Using a trade journal is also a crucial step in preventing yourself from making similar mistakes in the future. Simultaneously, you learn to take full responsibility for your actions when you can clearly see them for what they are, down on paper.

In your journal, you can write down your stock picks and predictions. You should also write down the reason why you have chosen certain stocks. Then, you should jot down a summary of current price movements. Use technical and fundamental analysis to back up your reasoning. Set a reasonable timeframe in which you will want to make a move, and your budget.

Whenever you close a trade, you should record the time of closing and the strategy used. Write down your gains or losses, your overall performance, and your reflections. This will help you adjust your trading plan going forward.

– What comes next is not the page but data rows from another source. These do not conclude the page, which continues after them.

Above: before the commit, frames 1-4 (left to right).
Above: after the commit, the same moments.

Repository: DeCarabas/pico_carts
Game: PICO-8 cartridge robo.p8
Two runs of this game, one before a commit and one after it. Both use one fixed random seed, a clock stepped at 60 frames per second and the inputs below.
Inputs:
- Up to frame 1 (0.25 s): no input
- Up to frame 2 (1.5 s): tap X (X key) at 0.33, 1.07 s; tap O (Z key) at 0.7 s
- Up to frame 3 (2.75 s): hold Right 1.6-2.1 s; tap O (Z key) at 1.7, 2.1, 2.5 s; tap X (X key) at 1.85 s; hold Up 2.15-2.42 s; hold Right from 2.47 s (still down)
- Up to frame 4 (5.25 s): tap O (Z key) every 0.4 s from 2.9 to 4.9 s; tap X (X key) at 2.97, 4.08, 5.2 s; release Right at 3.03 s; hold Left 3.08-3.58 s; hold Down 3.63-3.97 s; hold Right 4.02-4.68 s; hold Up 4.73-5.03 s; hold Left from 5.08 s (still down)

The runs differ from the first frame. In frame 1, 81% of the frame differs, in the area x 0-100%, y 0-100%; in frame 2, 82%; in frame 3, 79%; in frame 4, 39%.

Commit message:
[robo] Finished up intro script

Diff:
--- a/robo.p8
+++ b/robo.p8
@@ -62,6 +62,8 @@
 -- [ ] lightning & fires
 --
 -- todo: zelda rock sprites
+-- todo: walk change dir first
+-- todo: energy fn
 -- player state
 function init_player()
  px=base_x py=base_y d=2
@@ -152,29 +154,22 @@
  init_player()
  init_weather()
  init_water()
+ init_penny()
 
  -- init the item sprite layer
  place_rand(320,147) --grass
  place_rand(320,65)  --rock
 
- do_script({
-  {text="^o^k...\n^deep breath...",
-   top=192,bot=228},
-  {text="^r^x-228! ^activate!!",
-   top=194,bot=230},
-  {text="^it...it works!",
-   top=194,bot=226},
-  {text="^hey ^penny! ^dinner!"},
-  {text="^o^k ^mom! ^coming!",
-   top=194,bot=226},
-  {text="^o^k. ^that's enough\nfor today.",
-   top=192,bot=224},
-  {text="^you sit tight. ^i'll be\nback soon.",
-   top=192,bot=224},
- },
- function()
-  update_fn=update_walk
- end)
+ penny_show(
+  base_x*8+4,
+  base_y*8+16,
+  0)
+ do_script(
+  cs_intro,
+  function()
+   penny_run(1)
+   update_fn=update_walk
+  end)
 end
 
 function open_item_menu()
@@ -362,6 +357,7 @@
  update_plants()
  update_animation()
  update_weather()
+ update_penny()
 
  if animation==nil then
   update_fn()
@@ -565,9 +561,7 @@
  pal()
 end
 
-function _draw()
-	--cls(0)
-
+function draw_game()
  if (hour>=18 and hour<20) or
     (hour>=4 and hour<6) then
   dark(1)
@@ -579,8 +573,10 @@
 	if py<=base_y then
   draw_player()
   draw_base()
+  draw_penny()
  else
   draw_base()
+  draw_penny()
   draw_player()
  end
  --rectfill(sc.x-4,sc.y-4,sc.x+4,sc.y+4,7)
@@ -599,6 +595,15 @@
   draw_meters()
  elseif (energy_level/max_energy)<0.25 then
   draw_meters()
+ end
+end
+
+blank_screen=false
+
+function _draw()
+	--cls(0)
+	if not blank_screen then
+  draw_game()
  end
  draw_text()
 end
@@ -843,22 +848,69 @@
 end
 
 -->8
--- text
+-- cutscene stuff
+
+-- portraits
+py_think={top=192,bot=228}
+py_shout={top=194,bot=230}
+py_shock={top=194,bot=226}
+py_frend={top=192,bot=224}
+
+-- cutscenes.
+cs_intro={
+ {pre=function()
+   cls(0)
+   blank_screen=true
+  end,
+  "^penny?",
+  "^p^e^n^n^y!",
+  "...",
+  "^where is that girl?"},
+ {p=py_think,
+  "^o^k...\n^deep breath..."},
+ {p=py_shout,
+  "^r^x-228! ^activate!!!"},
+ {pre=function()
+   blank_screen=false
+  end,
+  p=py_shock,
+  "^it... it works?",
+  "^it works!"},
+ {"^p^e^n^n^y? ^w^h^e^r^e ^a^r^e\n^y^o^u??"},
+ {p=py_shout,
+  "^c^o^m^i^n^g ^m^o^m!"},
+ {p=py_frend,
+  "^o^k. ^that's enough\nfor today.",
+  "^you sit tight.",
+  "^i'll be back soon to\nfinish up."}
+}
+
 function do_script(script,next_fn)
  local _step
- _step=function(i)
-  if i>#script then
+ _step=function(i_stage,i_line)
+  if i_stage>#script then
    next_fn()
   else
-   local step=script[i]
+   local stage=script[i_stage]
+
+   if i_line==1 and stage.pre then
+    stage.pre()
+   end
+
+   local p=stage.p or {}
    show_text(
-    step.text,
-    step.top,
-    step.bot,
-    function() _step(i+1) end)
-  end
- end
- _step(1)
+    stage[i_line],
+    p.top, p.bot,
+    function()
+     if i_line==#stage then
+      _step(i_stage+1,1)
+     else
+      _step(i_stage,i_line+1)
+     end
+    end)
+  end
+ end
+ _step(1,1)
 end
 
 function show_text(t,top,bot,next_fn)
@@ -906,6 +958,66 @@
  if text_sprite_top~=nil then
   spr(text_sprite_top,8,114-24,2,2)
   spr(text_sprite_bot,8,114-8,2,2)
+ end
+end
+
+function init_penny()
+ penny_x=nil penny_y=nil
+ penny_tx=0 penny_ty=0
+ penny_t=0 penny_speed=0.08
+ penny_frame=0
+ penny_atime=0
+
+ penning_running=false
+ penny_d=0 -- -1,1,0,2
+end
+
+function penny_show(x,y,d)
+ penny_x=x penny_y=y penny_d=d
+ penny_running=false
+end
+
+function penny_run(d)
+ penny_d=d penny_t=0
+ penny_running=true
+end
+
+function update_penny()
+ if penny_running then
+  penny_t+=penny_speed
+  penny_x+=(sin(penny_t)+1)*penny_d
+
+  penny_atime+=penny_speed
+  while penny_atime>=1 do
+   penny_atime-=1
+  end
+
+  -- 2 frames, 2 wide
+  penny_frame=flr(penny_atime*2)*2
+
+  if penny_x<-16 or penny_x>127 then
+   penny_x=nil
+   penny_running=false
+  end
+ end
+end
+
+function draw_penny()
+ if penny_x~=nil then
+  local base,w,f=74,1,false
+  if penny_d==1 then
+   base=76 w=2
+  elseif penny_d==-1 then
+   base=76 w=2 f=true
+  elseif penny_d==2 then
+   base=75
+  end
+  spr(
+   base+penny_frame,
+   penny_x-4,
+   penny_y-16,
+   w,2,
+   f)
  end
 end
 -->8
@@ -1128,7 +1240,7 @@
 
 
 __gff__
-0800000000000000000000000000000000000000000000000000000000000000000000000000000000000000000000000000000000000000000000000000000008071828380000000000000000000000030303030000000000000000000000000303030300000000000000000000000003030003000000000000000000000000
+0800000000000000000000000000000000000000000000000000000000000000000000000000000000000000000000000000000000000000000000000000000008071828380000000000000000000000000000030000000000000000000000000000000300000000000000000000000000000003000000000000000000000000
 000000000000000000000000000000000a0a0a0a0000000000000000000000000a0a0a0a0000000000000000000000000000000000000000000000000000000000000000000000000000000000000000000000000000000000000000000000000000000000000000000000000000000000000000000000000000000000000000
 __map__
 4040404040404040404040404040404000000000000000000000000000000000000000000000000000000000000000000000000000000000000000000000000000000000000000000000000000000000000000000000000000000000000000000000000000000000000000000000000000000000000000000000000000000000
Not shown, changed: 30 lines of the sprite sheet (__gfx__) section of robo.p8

Good habits are fortified with practice, and many of them may not come naturally. Therefore, it is your responsibility as a trader to cultivate them. This requires discipline and patience, but it can free your mind and allow you to make better investment decisions.

If you are unsure about whether to place a trade, you should conduct the proper analysis. Never jump into trades without a plan, and never stay married to a certain stock just because you believe the tides will turn. When you have reasonable expectations and a good mindset, you can go a long way in trading.